On 3.13 and 3.14-dev the Tier 2 executor’s internal state checks detect the corrupted frame state and return a failure code without setting an exception, producing SystemError: error return without exception set. The crash is softer but the underlying state corruption is identical, and the interpreter is left in an undefined state — the SystemError is a symptom of the race, not a fix for it.

This is structurally a use-after-free, so the standard caveat applies: while the PoC demonstrates a denial-of-service crash, UAFs are a class of memory safety violation that under sufficiently controlled conditions — freed memory immediately reallocated with attacker-influenced content — can sometimes escalate further. I have no working exploit beyond the crash, and given that the freed region is executable trampoline memory inside a single process, the realistic threat model here is interpreter DoS.

The fix

The root assumption was wrong: sys.deactivate_stack_trampoline() cannot safely munmap arena memory immediately, because there’s no static guarantee that no thread is executing inside it. The fix introduces reference counting tied to code object lifetime via the existing PyCode_AddWatcher API.

Each arena now carries a refcount tracking how many code objects have trampoline stubs resident on its pages. Deactivation marks arenas for deletion rather than unmapping them. A code watcher fires when individual code objects are destroyed, decrementing the refcount of whichever arena their stub lives in. munmap only runs when an arena’s refcount reaches zero — i.e. when no live code object can plausibly still be executing inside it. The arena outlives the deactivation call, but only as long as it has to.

Status: 3.13 and 3.14-dev got the patch (PR #143233). 3.12 is in security-fix-only mode and the backport was deemed too invasive relative to the threat (DoS, requires sys.activate_stack_trampoline already in use), so it was marked Won’t Fix.

How I found it

This came out of the same scanner I used to find CVE-2025-64459, with the graph ingestion layer adapted to C. The architecture is two-stage: an LLM-driven semantic pass that flags suspicious patterns based on inferred intent, and a deterministic call graph verifier that filters out anything not reachable from a public API. The reasoning core is unchanged between the two findings; only the parser changed.

For C, Python’s ast module is replaced with libclang’s Python bindings. Function definitions become CXCursor_FunctionDecl, calls become CXCursor_CallExpr, and the call graph is built the same way as in the Django case. The substantive addition is that each graph node is annotated with a memory-lifecycle state — ALLOCATED, FREED, or DEREFERENCED — derived from whether it calls malloc/calloc/realloc, free/munmap, or dereferences a pointer (CXCursor_UnaryOperator with *, or CXCursor_MemberRefExpr). This lets the verifier model the structural precondition for a UAF: a FREED node and a DEREFERENCED node sharing a pointer with no intervening reallocation.

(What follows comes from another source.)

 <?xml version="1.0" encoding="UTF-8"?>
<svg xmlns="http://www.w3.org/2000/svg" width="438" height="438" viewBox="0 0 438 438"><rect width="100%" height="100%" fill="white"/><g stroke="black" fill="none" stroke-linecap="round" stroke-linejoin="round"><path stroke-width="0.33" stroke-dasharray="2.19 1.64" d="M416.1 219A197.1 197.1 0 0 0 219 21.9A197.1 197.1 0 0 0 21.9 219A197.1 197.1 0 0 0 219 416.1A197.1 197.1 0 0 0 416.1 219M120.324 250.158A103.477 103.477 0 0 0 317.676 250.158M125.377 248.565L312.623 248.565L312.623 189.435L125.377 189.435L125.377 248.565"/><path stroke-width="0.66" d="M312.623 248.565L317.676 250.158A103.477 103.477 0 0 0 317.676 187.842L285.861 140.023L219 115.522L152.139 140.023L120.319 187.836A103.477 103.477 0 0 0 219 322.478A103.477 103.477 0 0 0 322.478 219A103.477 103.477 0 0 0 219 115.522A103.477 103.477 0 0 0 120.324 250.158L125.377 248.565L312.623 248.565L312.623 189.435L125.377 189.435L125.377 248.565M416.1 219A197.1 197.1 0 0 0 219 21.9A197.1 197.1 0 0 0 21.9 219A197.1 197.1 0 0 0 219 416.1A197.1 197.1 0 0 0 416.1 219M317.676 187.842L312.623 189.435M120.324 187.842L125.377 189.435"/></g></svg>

On perf_trampoline.c the Scout flagged free_code_arenas because it calls munmap on an executable region without visible synchronisation, and py_trampoline_evaluator because it dereferences a function pointer (f(ts, frame, …)) into the same region. The reverse-BFS reachability check confirmed that sys.deactivate_stack_trampoline — a public Python API — is a caller of free_code_arenas, satisfying the structural reachability condition. The Judge’s verdict was that the static analysis confirms a free / dereference pair on a shared region with no intervening reallocation and no visible mutex; the temporal ordering required for the actual race (free runs while another thread is mid-dereference) is beyond what static analysis can prove, but the absence of any synchronisation primitive on the deactivation path is itself the finding.

That last point is what makes this an interesting cross-domain case. The Django bug was the absence of a validator. The CPython bug is the absence of a mutex. Different language, different vulnerability class, but structurally the same shape: a guardrail that should have been there isn’t, the static analysis can prove the path is reachable, and the LLM can articulate why the absence is dangerous. The architecture was built for the first kind of finding; the second kind came essentially for free once the C backend was in place.